HI everyone, thank you so much for all your answers and kind words. I spoke with my rheumy nurse yesterday and he thought it was likely that the mood swing were caused by sulfasalazine so we decided to stop.
I can't tell you how relieved I feel. It was very disturbing to not recognise myself in my behaviour any longer. I felt I was turning into someone I didn't like and had no control over.
I am sulfa free for 2 days now so too soon to see changes but a huge mental burden has lifted.

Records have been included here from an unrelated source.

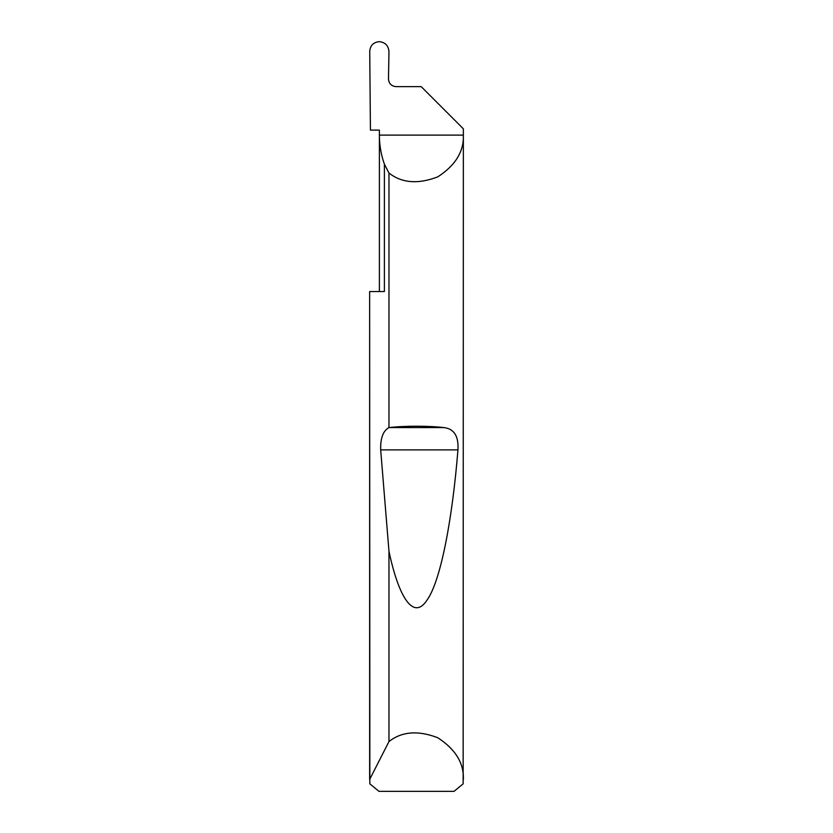 <?xml version="1.0" encoding="UTF-8"?>
<svg xmlns="http://www.w3.org/2000/svg" width="833" height="833" viewBox="0 0 833 833"><rect width="100%" height="100%" fill="white"/><g stroke="black" fill="none" stroke-linecap="round" stroke-linejoin="round"><path stroke-width="1.25" d="M379.39 291.55L379.39 135.113C379.4 145.077 381.066 154.761 384.388 164.153L388.969 173.035C401.829 183.135 418.093 184.405 437.783 176.856C455.453 165.371 463.981 151.45 463.356 135.113L379.39 135.113L379.39 130.115L370.435 130.115L369.727 51.282C370.279 45.419 373.496 42.212 379.369 41.65C385.242 42.337 388.449 45.648 388.959 51.573L388.48 79.135C388.959 83.654 391.458 86.153 395.987 86.632L421.186 86.632L463.356 128.803L463.148 783.853L454.027 791.35L378.973 791.35L369.852 783.853L369.644 291.55L384.388 291.55L384.388 164.153M369.644 779.48L388.969 741.557C401.829 731.457 418.093 730.187 437.783 737.736C455.453 749.221 463.981 763.143 463.356 779.48M388.969 427.621L389.178 427.589C403.745 425.767 429.255 425.767 443.822 427.589C454.068 428.724 458.775 436.159 457.942 449.893C452.663 515.929 441.24 580.195 427.121 599.968C413.074 621.585 398.33 595.762 388.969 551.238L380.681 449.893C380.358 438.158 383.118 430.734 388.969 427.621L388.969 173.035M388.969 741.557L388.969 551.238M369.644 778.98L369.644 291.55M389.178 427.589L443.822 427.589M380.681 449.893L457.942 449.893"/></g></svg>
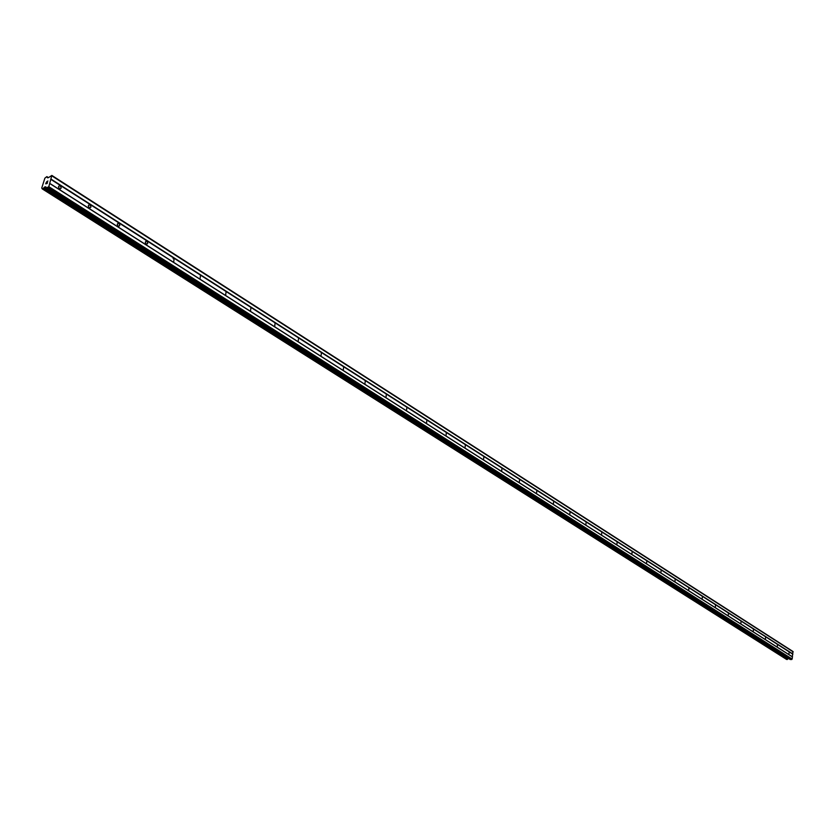 <?xml version="1.0" encoding="UTF-8"?>
<svg xmlns="http://www.w3.org/2000/svg" width="835" height="835" viewBox="0 0 835 835"><rect width="100%" height="100%" fill="white"/><g stroke="black" fill="none" stroke-linecap="round" stroke-linejoin="round"><path stroke-width="1.25" d="M60.318 185.954L61.226 187.979L59.932 189.19L58.44 186.957L59.212 185.808L60.318 185.954M90.086 205.003L90.984 206.996L89.721 208.197L88.28 206.005L88.802 204.993L90.086 205.003M118.956 223.467L119.812 225.429L118.58 226.619L117.203 224.458L117.933 223.342L118.956 223.467M146.939 241.367L147.774 243.298L146.574 244.478L145.238 242.359L145.958 241.252L146.939 241.367M174.087 258.735L173.732 261.804L174.087 258.735M200.442 275.592L200.087 278.619L200.442 275.592M226.034 291.968L225.69 294.953L226.034 291.968M250.897 307.864L250.552 310.808L250.897 307.864M275.059 323.322L274.715 326.234L275.059 323.322M298.544 338.352L298.21 341.223L298.544 338.352M321.392 352.965L321.068 355.793L321.392 352.965M343.623 367.181L343.3 369.978L343.623 367.181M365.26 381.021L364.937 383.787L365.26 381.021M386.323 394.496L386.01 397.23L386.323 394.496M406.843 407.626L406.541 410.329L406.843 407.626M426.842 420.412L426.539 423.084L426.842 420.412M446.328 432.885L446.036 435.526L446.328 432.885M465.335 445.034L465.043 447.643L465.335 445.034M483.862 456.891L483.58 459.469L483.862 456.891M501.95 468.456L501.668 471.013L501.95 468.456M519.589 479.749L519.318 482.265L519.589 479.749M536.811 490.761L536.55 493.266L536.811 490.761M553.636 501.522L553.375 503.996L553.636 501.522M570.065 512.032L569.804 514.475L570.065 512.032M586.118 522.303L585.857 524.724L586.118 522.303M601.805 532.333L601.555 534.734L601.805 532.333M617.138 542.145L616.898 544.514L617.138 542.145M632.137 551.737L631.897 554.085L632.137 551.737M646.801 561.12L646.561 563.437L646.801 561.12M661.143 570.295L660.913 572.591L661.143 570.295M675.181 579.271L674.951 581.546L675.181 579.271M688.917 588.059L688.698 590.314L688.917 588.059M702.371 596.66L702.151 598.904L702.371 596.66M715.543 605.093L715.324 607.306L715.543 605.093M728.433 613.339L728.224 615.531L728.433 613.339M741.073 621.417L740.864 623.599L741.073 621.417M753.452 629.34L753.253 631.49L753.452 629.34M765.591 637.105L765.392 639.234L765.591 637.105M777.479 644.714L777.281 646.822L777.479 644.714M789.138 652.166L788.95 654.264L789.138 652.166M51.853 175.423L792.843 651.404L792.175 659.055L790.38 659.556L46.374 187.885L45.758 186.758L42.261 188.908L41.75 187.99L44.892 178.137L46.864 176.623L47.501 177.803L48.461 177.636L51.853 175.423L48.806 186.664L46.562 187.906M46.489 187.917L790.38 659.556M44.798 186.915L788.605 658.502L788.042 658.857L44.046 187.593M786.643 659.452L788.042 658.857M45.862 183.69L46.186 182.688L45.862 183.69M46.426 183.554L46.603 183.011L46.436 183.554M46.52 183.533L47.084 183.397L46.52 183.533M47.084 183.397L47.407 182.395L47.084 183.397M46.092 182.708L45.737 183.836L46.092 182.708M47.501 182.374L47.136 183.512L45.727 183.836M47.939 180.986L46.645 181.748M792.175 659.055L48.806 186.664M792.498 656.957L49.797 183.533M791.611 659.577L47.992 187.572M788 658.898L43.973 187.677M786.706 659.493L42.303 188.908M47.898 177.771L47.261 177.364L47.898 177.771M47.856 177.782L47.282 177.417M793.25 651.926L52.167 176.07M792.937 654.035L51.175 179.191M792.78 654.181L50.956 179.441M792.384 656.801L49.714 183.356M788.292 658.617L44.412 187.186M787.405 659.431L43.138 188.616M787.322 659.504L43.013 188.741M46.906 176.623L48.482 177.636L46.927 176.655M48.409 177.646L46.927 176.707M173.617 258.558L173.085 258.662M146.438 241.179L145.864 241.294M118.434 223.269L117.808 223.404M89.543 204.805L88.875 204.951M59.734 185.746L59.024 185.913M790.202 659.504L46.374 187.885M786.664 659.483L42.261 188.908"/></g></svg>
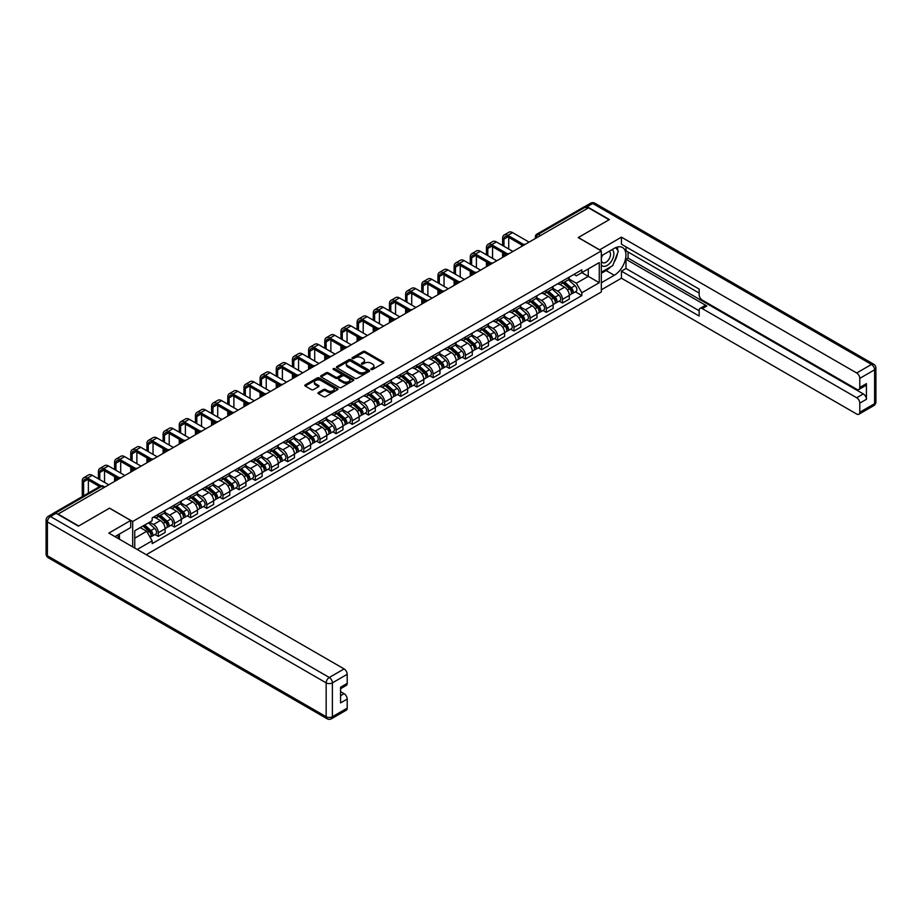 <?xml version="1.0" encoding="UTF-8"?>
<svg xmlns="http://www.w3.org/2000/svg" width="922" height="922" viewBox="0 0 922 922"><rect width="100%" height="100%" fill="white"/><g stroke="black" fill="none" stroke-linecap="round" stroke-linejoin="round"><path stroke-width="1.38" d="M371.174 369.468A1.003 0.576 0 0 0 372.603 369.468L383.414 363.233A1.441 0.83 0 0 0 383.829 362.646A1.441 0.83 0 0 0 383.414 362.058L365.1 351.489A1.441 0.83 0 0 0 363.061 351.489L352.25 357.724A1.003 0.576 0 0 0 353.679 358.543L355.074 357.736A4.598 2.662 0 0 1 361.585 357.736L363.118 358.623A4.598 2.662 0 0 1 364.467 360.502A4.598 2.662 0 0 1 363.118 362.381L361.712 363.187A1.003 0.576 0 0 0 363.141 364.006L364.536 363.199A4.598 2.662 0 0 1 371.047 363.199L372.58 364.086A4.598 2.662 0 0 1 373.929 365.965A4.598 2.662 0 0 1 372.58 367.843L371.174 368.65A1.003 0.576 0 0 0 371.174 369.468L371.174 368.65M318.401 392.484A1.441 0.83 0 0 0 317.986 393.072A1.441 0.83 0 0 0 318.401 393.659L323.541 396.621A1.441 0.83 0 0 0 325.581 396.621L337.579 389.695A1.441 0.83 0 0 0 338.005 389.107A1.441 0.83 0 0 0 337.579 388.519L319.266 377.939A1.441 0.83 0 0 0 317.237 377.939L305.228 384.877A1.441 0.83 0 0 0 304.813 385.465A1.441 0.83 0 0 0 305.228 386.053L311.44 389.626A1.441 0.83 0 0 0 313.468 389.626L318.609 386.664A1.441 0.83 0 0 0 319.035 386.076A1.441 0.83 0 0 0 318.609 385.488L315.531 383.713A3.849 2.224 0 0 1 314.402 382.146A3.849 2.224 0 0 1 316.776 380.095A3.849 2.224 0 0 1 320.971 380.567L333.026 387.528A3.849 2.224 0 0 1 334.156 389.107A3.849 2.224 0 0 1 331.782 391.159A3.849 2.224 0 0 1 327.587 390.674L325.581 389.51A1.441 0.83 0 0 0 323.541 389.51L318.401 392.484L318.401 393.659M132.676 521.495L109.568 508.149L78.681 525.978L58.063 514.073L588.478 207.842L609.096 219.747L578.209 237.576L601.328 250.922L132.676 521.495L132.676 546.861M355.177 378.354A1.441 0.83 0 0 0 357.217 378.354L369.215 371.428A1.441 0.83 0 0 0 369.641 370.84A1.441 0.83 0 0 0 369.215 370.252L350.913 359.672A1.441 0.83 0 0 0 348.873 359.672L336.864 366.61A1.441 0.83 0 0 0 336.449 367.198A1.441 0.83 0 0 0 336.864 367.786L355.177 378.354M333.764 369.687A1.003 0.576 0 0 1 334.79 369.826L334.79 368.639L353.403 379.38A1.441 0.83 0 0 1 353.818 379.968A1.441 0.83 0 0 1 353.403 380.555L341.394 387.482A1.441 0.83 0 0 1 339.365 387.482L321.052 376.914L321.052 375.738A1.441 0.83 0 0 0 320.625 376.326A1.441 0.83 0 0 0 321.052 376.914M321.052 375.738L326.192 372.776A1.441 0.83 0 0 1 328.22 372.776L335.654 377.063A1.441 0.83 0 0 0 337.683 377.063L341.094 375.093A1.441 0.83 0 0 0 341.509 374.505A1.441 0.83 0 0 0 341.094 373.917L333.361 369.457A1.003 0.576 0 0 1 334.79 368.639M146.252 554.698L601.328 291.974L601.328 250.922M53.787 513.139A2.927 1.694 -120 0 0 53.384 513.266A2.927 1.694 -120 0 0 53.073 513.554M540.488 235.548L538.31 234.292A2.927 1.694 60 0 0 536.846 234.142L583.799 207.035A2.927 1.694 60 0 1 585.263 207.185L538.31 234.292A2.927 1.694 120 0 0 536.235 237.876L536.235 238.003M587.441 208.441L585.263 207.185M562.455 281.014A6.742 3.895 60 0 1 561.06 284.045L567.906 280.092A6.742 3.895 -120 0 0 569.3 277.073M552.751 288.275L557.695 291.133A6.742 3.895 60 0 1 562.455 299.385L569.3 295.443A6.742 3.895 -120 0 0 564.529 287.18L559.642 284.356M569.3 295.443L569.3 299.085L562.455 303.038L559.181 301.148M561.06 284.045A6.742 3.895 60 0 1 557.741 283.745M562.455 299.385L562.455 303.038M546.297 290.349A6.742 3.895 60 0 1 544.902 293.38L551.736 289.427A6.742 3.895 -120 0 0 553.131 286.408M543.012 310.483L546.297 312.374L553.131 308.421L553.131 304.779A6.742 3.895 -120 0 0 548.371 296.515L543.473 293.692M544.902 293.38A6.742 3.895 60 0 1 541.583 293.081M536.581 297.61L541.525 300.468A6.742 3.895 60 0 1 546.297 308.72L546.297 312.374M530.127 299.685A6.742 3.895 60 0 1 528.732 302.716L535.567 298.763A6.742 3.895 -120 0 0 536.961 295.743M526.842 319.819L530.127 321.709L536.961 317.756L536.961 314.102A6.742 3.895 -120 0 0 532.201 305.85L527.303 303.027M528.732 302.716A6.742 3.895 60 0 1 525.413 302.404M520.423 306.945L525.356 309.804A6.742 3.895 60 0 1 530.127 318.055L530.127 321.709M513.957 309.02A6.742 3.895 60 0 1 512.563 312.051L519.397 308.098A6.742 3.895 -120 0 0 520.803 305.078M510.684 329.142L513.957 331.044L520.803 327.091L520.803 323.438A6.742 3.895 -120 0 0 516.032 315.186L511.134 312.362M512.563 312.051A6.742 3.895 60 0 1 509.244 311.74M504.253 316.281L509.186 319.139A6.742 3.895 60 0 1 513.957 327.391L513.957 331.044M497.788 318.355A6.742 3.895 60 0 1 496.393 321.386L503.239 317.433A6.742 3.895 -120 0 0 504.634 314.402M494.515 338.478L497.788 340.379L504.634 336.426L504.634 332.773A6.742 3.895 -120 0 0 499.862 324.521L494.964 321.697M496.393 321.386A6.742 3.895 60 0 1 493.074 321.075M488.084 325.616L493.028 328.463A6.742 3.895 60 0 1 497.788 336.726L497.788 340.379M481.618 327.69A6.742 3.895 60 0 1 480.224 330.721L487.07 326.768A6.742 3.895 -120 0 0 488.464 323.737M478.345 347.813L481.618 349.715L488.464 345.762L488.464 342.108A6.742 3.895 -120 0 0 483.693 333.856L478.806 331.021M480.224 330.721A6.742 3.895 60 0 1 476.905 330.41M471.914 334.951L476.858 337.798A6.742 3.895 60 0 1 481.618 346.061L481.618 349.715M465.46 337.026A6.742 3.895 60 0 1 464.066 340.045L470.9 336.104A6.742 3.895 -120 0 0 472.295 333.073M462.176 357.148L465.46 359.038L472.295 355.097L472.295 351.443A6.742 3.895 -120 0 0 467.535 343.191L462.637 340.356M464.066 340.045A6.742 3.895 60 0 1 460.746 339.745M455.745 344.286L460.689 347.133A6.742 3.895 60 0 1 465.46 355.396L465.46 359.038M449.291 346.361A6.742 3.895 60 0 1 447.896 349.38L454.73 345.439A6.742 3.895 -120 0 0 456.125 342.408M446.006 366.483L449.291 368.374L456.125 364.432L456.125 360.779A6.742 3.895 -120 0 0 451.365 352.527L446.467 349.692M447.896 349.38A6.742 3.895 60 0 1 444.577 349.081M439.587 353.622L444.519 356.468A6.742 3.895 60 0 1 449.291 364.732L449.291 368.374M433.121 355.696A6.742 3.895 60 0 1 431.727 358.716L438.561 354.774A6.742 3.895 -120 0 0 439.967 351.743M429.848 375.819L433.121 377.709L439.967 373.767L439.967 370.114A6.742 3.895 -120 0 0 435.196 361.85L430.297 359.027M431.727 358.716A6.742 3.895 60 0 1 428.407 358.416M423.417 362.957L428.35 365.803A6.742 3.895 60 0 1 433.121 374.067L433.121 377.709M416.951 365.031A6.742 3.895 60 0 1 415.557 368.051L422.403 364.109A6.742 3.895 -120 0 0 423.797 361.078M413.678 385.154L416.951 387.044L423.797 383.091L423.797 379.449A6.742 3.895 -120 0 0 419.026 371.186L414.128 368.362M415.557 368.051A6.742 3.895 60 0 1 412.238 367.751M407.247 372.292L412.192 375.139A6.742 3.895 60 0 1 416.951 383.391L416.951 387.044M400.782 374.355A6.742 3.895 60 0 1 399.387 377.386L406.233 373.433A6.742 3.895 -120 0 0 407.628 370.413M397.509 394.489L400.782 396.379L407.628 392.426L407.628 388.784A6.742 3.895 -120 0 0 402.856 380.521L397.97 377.697M399.387 377.386A6.742 3.895 60 0 1 396.068 377.086M391.078 381.616L396.022 384.474A6.742 3.895 60 0 1 400.782 392.726L400.782 396.379M384.624 383.69A6.742 3.895 60 0 1 383.229 386.721L390.064 382.768A6.742 3.895 -120 0 0 391.458 379.749M381.339 403.824L384.624 405.715L391.458 401.762L391.458 398.12A6.742 3.895 -120 0 0 386.698 389.856L381.8 387.033M383.229 386.721A6.742 3.895 60 0 1 379.91 386.422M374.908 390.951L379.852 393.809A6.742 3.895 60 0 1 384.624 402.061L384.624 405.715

The nurse offered Methotrexate and presented it as the gold standard treatment. I asked for a little time to reflect. I would really like to be drug free for a while just to find myself again. I think I also secretly hope that I won't have any of the RA symptoms anymore which is likely to be at best wishful thinking and at worse being deluded!!!
Anyway, thank you all for the support and for sharing your experiences with me. You have really made a huge difference to my well being and gave me the confidence to ask questions.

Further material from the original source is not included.